*YOUR TASK*. Retype exactly the lines of the material below, from the one containing "result = foot.union(neck).union(plate)" through the last, with both ends kept.

*DATASET RECORDS*.
- Opening Delimiter -
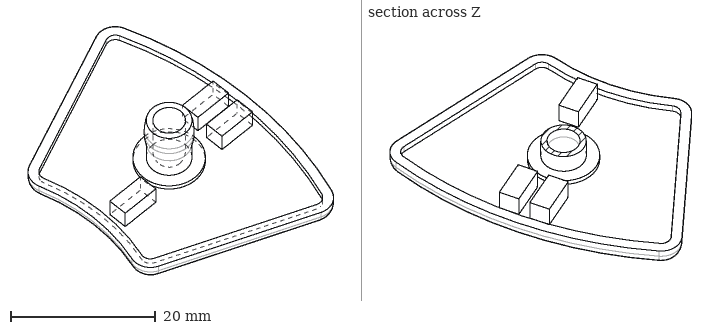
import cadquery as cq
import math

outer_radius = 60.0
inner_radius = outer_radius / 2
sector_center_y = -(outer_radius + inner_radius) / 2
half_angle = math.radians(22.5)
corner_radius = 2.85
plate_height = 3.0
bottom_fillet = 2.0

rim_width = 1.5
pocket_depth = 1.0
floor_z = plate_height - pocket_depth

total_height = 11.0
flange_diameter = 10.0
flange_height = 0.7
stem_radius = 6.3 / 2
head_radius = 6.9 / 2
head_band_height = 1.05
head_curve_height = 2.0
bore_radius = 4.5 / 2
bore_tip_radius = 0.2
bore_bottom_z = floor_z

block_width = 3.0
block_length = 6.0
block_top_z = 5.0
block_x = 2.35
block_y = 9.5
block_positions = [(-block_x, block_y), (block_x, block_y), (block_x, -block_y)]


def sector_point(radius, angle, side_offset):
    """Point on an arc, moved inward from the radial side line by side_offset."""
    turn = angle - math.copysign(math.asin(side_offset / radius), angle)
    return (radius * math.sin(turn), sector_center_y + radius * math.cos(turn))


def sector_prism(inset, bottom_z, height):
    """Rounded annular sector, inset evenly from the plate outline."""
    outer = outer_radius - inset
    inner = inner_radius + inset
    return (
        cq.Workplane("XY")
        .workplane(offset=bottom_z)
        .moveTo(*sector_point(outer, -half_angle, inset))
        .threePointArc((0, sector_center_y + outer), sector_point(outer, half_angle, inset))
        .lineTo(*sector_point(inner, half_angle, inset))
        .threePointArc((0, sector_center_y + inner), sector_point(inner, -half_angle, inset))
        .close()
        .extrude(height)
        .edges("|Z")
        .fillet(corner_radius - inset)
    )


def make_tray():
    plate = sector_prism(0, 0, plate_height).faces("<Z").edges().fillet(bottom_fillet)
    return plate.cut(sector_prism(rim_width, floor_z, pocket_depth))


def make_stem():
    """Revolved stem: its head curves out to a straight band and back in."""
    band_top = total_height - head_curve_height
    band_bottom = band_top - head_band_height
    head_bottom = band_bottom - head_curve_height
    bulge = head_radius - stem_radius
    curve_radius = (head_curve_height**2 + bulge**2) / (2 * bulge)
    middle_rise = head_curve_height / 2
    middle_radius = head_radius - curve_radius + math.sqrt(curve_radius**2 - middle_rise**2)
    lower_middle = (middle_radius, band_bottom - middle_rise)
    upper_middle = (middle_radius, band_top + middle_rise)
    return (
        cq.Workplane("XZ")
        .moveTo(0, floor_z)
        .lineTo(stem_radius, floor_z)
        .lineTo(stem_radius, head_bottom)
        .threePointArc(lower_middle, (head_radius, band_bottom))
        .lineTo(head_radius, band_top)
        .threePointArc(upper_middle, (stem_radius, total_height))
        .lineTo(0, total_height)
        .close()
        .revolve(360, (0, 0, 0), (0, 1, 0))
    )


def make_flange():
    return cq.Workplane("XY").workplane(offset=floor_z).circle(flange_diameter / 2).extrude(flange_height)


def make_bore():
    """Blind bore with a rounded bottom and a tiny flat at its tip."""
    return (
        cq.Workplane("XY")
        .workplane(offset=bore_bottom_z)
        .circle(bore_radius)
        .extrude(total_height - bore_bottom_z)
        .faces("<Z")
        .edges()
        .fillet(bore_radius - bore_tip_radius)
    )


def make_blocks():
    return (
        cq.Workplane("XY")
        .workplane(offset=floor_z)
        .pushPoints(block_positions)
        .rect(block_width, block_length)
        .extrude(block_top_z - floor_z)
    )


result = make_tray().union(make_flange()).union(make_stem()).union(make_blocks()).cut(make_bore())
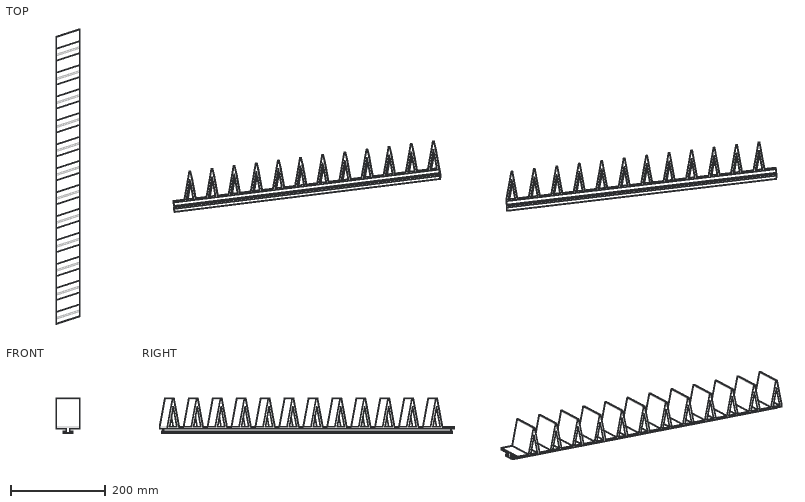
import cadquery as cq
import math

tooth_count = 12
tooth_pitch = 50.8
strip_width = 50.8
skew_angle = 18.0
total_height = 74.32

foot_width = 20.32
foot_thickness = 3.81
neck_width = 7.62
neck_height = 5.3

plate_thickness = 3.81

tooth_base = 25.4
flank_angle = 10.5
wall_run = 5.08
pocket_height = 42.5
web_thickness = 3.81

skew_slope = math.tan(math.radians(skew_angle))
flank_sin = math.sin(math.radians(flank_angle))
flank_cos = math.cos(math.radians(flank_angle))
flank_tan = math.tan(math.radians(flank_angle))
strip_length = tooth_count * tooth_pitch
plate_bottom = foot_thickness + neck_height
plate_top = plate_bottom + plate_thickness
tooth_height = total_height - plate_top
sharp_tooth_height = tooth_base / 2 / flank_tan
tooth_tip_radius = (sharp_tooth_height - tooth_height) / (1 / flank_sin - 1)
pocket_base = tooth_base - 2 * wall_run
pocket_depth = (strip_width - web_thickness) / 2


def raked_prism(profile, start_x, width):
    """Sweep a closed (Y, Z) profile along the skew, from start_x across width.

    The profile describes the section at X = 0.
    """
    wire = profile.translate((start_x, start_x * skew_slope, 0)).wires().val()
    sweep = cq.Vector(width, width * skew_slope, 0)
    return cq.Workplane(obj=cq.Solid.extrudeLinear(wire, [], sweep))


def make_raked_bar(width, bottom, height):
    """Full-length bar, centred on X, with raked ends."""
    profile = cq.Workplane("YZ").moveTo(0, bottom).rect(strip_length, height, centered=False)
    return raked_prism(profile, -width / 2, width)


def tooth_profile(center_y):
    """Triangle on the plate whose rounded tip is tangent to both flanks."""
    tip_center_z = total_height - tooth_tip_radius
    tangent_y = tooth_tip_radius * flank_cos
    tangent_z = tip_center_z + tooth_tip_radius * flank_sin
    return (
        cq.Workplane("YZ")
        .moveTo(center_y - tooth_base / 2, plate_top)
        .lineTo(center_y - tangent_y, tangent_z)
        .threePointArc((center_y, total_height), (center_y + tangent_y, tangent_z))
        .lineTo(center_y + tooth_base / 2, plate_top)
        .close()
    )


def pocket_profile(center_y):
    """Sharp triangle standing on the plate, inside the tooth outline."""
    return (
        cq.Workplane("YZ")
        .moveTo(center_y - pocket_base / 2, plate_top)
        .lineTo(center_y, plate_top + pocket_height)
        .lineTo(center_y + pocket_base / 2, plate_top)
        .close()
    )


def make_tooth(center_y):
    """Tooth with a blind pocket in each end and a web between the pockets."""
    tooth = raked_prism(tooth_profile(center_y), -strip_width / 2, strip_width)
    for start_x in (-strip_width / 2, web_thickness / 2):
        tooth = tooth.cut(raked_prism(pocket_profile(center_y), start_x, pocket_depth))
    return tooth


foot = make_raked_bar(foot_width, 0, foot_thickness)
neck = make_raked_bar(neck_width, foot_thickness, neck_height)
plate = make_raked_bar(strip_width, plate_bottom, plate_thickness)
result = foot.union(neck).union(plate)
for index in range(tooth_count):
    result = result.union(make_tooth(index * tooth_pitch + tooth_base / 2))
- Closing Delimiter -
*SOLUTION TO THIS PROBLEM*.
result = foot.union(neck).union(plate)
for index in range(tooth_count):
    result = result.union(make_tooth(index * tooth_pitch + tooth_base / 2))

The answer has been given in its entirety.